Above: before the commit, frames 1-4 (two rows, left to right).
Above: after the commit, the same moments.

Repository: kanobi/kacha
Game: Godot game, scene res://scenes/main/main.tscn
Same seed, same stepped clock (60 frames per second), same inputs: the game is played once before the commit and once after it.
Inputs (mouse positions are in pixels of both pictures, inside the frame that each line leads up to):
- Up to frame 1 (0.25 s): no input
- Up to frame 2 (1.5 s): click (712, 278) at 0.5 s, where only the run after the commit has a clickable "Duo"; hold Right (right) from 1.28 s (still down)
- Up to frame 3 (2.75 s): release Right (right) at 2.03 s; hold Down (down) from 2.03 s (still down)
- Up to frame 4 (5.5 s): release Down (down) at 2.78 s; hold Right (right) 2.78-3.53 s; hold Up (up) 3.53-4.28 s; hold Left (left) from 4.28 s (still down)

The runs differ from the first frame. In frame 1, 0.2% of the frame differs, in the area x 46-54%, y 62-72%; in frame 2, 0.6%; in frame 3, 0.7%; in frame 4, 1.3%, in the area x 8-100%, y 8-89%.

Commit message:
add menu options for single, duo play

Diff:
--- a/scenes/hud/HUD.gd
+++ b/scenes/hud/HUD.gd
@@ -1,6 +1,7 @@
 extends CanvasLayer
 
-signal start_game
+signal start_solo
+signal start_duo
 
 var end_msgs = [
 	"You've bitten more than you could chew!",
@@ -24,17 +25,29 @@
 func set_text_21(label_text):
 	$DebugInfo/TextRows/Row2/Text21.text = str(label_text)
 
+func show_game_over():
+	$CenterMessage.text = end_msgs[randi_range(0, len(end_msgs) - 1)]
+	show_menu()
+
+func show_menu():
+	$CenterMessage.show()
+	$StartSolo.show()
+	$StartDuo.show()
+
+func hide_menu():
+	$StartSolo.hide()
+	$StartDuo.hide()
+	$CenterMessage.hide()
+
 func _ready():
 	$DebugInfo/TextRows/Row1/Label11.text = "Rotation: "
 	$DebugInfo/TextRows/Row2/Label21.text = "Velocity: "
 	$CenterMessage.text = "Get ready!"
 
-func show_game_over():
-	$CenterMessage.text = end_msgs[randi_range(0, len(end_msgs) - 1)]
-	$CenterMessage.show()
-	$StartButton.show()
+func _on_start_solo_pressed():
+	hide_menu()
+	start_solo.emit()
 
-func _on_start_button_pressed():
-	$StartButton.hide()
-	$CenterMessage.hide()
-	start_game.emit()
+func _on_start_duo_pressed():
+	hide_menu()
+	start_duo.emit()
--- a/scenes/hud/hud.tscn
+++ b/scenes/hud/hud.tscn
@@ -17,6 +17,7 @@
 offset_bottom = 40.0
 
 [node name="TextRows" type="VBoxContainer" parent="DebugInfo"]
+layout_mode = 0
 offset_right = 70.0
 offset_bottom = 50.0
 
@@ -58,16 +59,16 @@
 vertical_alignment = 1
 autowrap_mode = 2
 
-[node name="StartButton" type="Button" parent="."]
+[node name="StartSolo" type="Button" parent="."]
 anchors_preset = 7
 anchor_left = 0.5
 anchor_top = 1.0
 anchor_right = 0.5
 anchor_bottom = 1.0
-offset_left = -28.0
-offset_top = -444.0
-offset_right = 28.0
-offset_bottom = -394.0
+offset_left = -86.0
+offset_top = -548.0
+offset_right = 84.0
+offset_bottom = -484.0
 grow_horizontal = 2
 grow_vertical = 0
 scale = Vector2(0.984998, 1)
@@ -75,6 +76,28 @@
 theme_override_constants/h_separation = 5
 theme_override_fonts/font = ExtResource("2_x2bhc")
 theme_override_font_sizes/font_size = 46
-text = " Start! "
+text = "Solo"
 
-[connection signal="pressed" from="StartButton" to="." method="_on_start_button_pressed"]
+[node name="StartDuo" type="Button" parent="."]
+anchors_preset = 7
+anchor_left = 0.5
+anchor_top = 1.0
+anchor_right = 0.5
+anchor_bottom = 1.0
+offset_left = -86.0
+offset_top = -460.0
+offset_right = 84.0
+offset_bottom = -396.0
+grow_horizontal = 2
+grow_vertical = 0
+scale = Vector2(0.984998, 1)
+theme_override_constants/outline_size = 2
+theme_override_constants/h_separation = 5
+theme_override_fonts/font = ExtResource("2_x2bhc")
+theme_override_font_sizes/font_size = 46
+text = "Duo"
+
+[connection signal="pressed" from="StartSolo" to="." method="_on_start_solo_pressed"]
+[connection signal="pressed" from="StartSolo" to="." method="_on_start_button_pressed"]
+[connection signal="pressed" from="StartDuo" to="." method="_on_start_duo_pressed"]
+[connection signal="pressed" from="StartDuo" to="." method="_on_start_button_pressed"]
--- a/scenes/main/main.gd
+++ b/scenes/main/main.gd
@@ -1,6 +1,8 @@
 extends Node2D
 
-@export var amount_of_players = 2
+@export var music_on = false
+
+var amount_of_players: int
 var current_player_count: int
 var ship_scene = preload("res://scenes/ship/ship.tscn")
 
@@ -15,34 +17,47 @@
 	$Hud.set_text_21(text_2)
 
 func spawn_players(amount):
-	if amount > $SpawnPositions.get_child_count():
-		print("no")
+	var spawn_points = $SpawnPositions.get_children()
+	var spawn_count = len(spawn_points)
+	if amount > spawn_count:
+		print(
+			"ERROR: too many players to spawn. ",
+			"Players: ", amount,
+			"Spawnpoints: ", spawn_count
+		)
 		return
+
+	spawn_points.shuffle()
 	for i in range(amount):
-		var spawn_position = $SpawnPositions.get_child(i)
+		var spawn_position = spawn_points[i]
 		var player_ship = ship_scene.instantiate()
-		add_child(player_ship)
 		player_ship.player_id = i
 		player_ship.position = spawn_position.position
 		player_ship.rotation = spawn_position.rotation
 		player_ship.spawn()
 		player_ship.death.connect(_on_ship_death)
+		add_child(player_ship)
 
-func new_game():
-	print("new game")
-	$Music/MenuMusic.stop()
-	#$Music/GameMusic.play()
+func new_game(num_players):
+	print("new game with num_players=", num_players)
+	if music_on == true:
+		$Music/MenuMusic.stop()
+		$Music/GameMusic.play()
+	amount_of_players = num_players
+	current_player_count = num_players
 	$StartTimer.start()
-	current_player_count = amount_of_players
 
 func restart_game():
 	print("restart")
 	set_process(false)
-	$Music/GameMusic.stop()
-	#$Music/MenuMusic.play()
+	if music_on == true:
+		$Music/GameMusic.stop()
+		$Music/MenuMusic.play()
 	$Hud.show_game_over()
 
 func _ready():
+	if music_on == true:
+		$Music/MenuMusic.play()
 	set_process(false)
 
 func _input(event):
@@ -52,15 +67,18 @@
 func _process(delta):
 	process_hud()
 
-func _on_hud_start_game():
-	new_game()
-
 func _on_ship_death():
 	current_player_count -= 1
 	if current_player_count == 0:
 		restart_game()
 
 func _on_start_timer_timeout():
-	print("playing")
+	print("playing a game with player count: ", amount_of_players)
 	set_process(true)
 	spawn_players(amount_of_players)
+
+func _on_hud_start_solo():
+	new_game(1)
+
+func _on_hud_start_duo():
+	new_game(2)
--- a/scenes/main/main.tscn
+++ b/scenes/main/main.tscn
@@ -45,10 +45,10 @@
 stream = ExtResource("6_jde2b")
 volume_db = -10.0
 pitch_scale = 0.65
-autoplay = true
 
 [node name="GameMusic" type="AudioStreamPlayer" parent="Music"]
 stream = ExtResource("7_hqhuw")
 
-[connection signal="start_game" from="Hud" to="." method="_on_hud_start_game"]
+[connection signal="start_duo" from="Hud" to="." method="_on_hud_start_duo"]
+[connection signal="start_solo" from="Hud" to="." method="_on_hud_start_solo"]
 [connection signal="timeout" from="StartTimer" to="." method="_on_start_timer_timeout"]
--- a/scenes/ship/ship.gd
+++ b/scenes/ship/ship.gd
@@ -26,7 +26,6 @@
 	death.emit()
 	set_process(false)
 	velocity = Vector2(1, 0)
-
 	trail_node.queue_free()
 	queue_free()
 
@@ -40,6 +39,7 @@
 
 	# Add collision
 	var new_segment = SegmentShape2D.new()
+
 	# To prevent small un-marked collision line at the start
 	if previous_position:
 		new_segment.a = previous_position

-*-

▸ Description of the task:
Give again, exactly and with nothing added, the lines running from the one that contains "death.emit()" to the last line of the material.

▸ Solution for this task:
 	death.emit()
 	set_process(false)
 	velocity = Vector2(1, 0)
-
 	trail_node.queue_free()
 	queue_free()
 
@@ -40,6 +39,7 @@
 
 	# Add collision
 	var new_segment = SegmentShape2D.new()
+
 	# To prevent small un-marked collision line at the start
 	if previous_position:
 		new_segment.a = previous_position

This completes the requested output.